WHAT TO WORK ON: Exclude all pictures from your copy of the data below, which should otherwise match exactly.
= = = = =
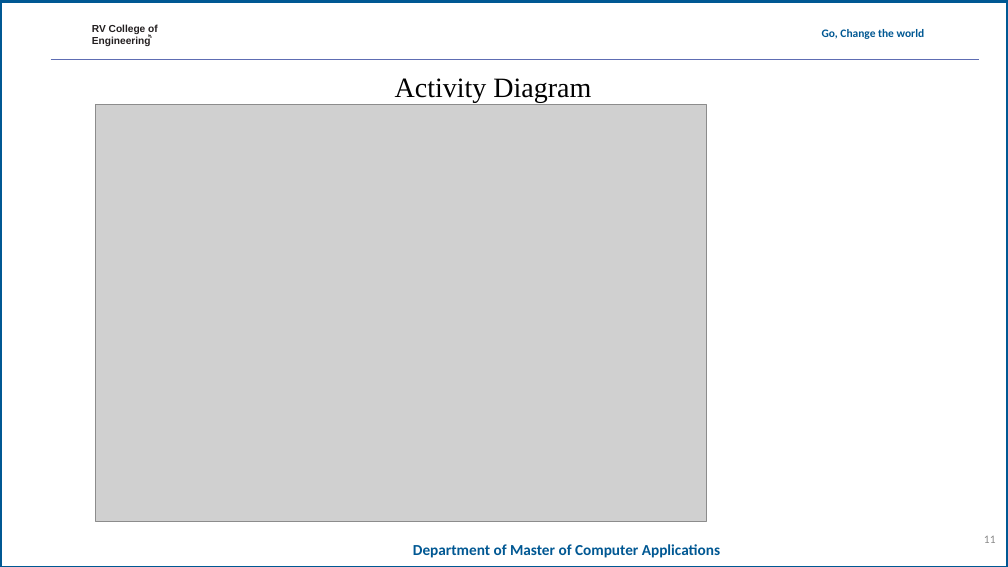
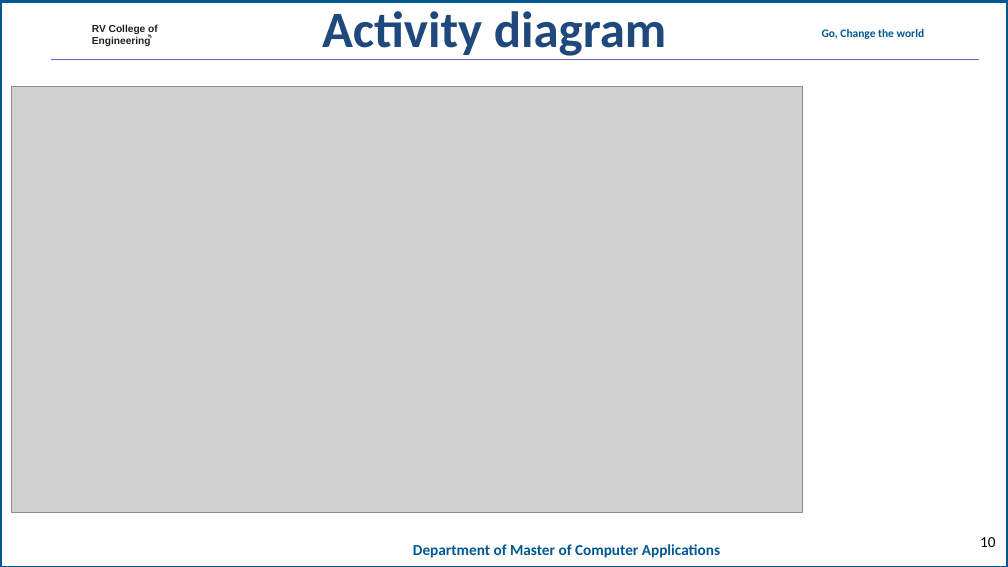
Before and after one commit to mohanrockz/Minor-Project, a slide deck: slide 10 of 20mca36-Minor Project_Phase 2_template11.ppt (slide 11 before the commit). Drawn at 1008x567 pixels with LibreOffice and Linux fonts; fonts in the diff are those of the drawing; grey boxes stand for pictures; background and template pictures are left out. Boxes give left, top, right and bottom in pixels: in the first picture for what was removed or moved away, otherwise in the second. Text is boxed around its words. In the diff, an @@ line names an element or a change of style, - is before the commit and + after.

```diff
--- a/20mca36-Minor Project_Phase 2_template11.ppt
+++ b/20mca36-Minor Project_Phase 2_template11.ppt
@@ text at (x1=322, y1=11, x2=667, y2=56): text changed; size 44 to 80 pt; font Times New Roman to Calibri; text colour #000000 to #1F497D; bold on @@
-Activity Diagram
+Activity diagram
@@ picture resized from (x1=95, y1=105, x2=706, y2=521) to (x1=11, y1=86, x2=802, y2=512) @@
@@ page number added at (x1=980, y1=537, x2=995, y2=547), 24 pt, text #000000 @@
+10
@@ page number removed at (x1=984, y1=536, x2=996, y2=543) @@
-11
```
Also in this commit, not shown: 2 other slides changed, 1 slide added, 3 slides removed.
= = = = =
WRITTEN SOLUTION:
Before and after one commit to mohanrockz/Minor-Project, a slide deck: slide 10 of 20mca36-Minor Project_Phase 2_template11.ppt (slide 11 before the commit). Drawn at 1008x567 pixels with LibreOffice and Linux fonts; fonts in the diff are those of the drawing; grey boxes stand for pictures; background and template pictures are left out. Boxes give left, top, right and bottom in pixels: in the first picture for what was removed or moved away, otherwise in the second. Text is boxed around its words. In the diff, an @@ line names an element or a change of style, - is before the commit and + after.

```diff
--- a/20mca36-Minor Project_Phase 2_template11.ppt
+++ b/20mca36-Minor Project_Phase 2_template11.ppt
@@ text at (x1=322, y1=11, x2=667, y2=56): text changed; size 44 to 80 pt; font Times New Roman to Calibri; text colour #000000 to #1F497D; bold on @@
-Activity Diagram
+Activity diagram
@@ picture resized from (x1=95, y1=105, x2=706, y2=521) to (x1=11, y1=86, x2=802, y2=512) @@
@@ page number added at (x1=980, y1=537, x2=995, y2=547), 24 pt, text #000000 @@
+10
@@ page number removed at (x1=984, y1=536, x2=996, y2=543) @@
-11
```
Also in this commit, not shown: 2 other slides changed, 1 slide added, 3 slides removed.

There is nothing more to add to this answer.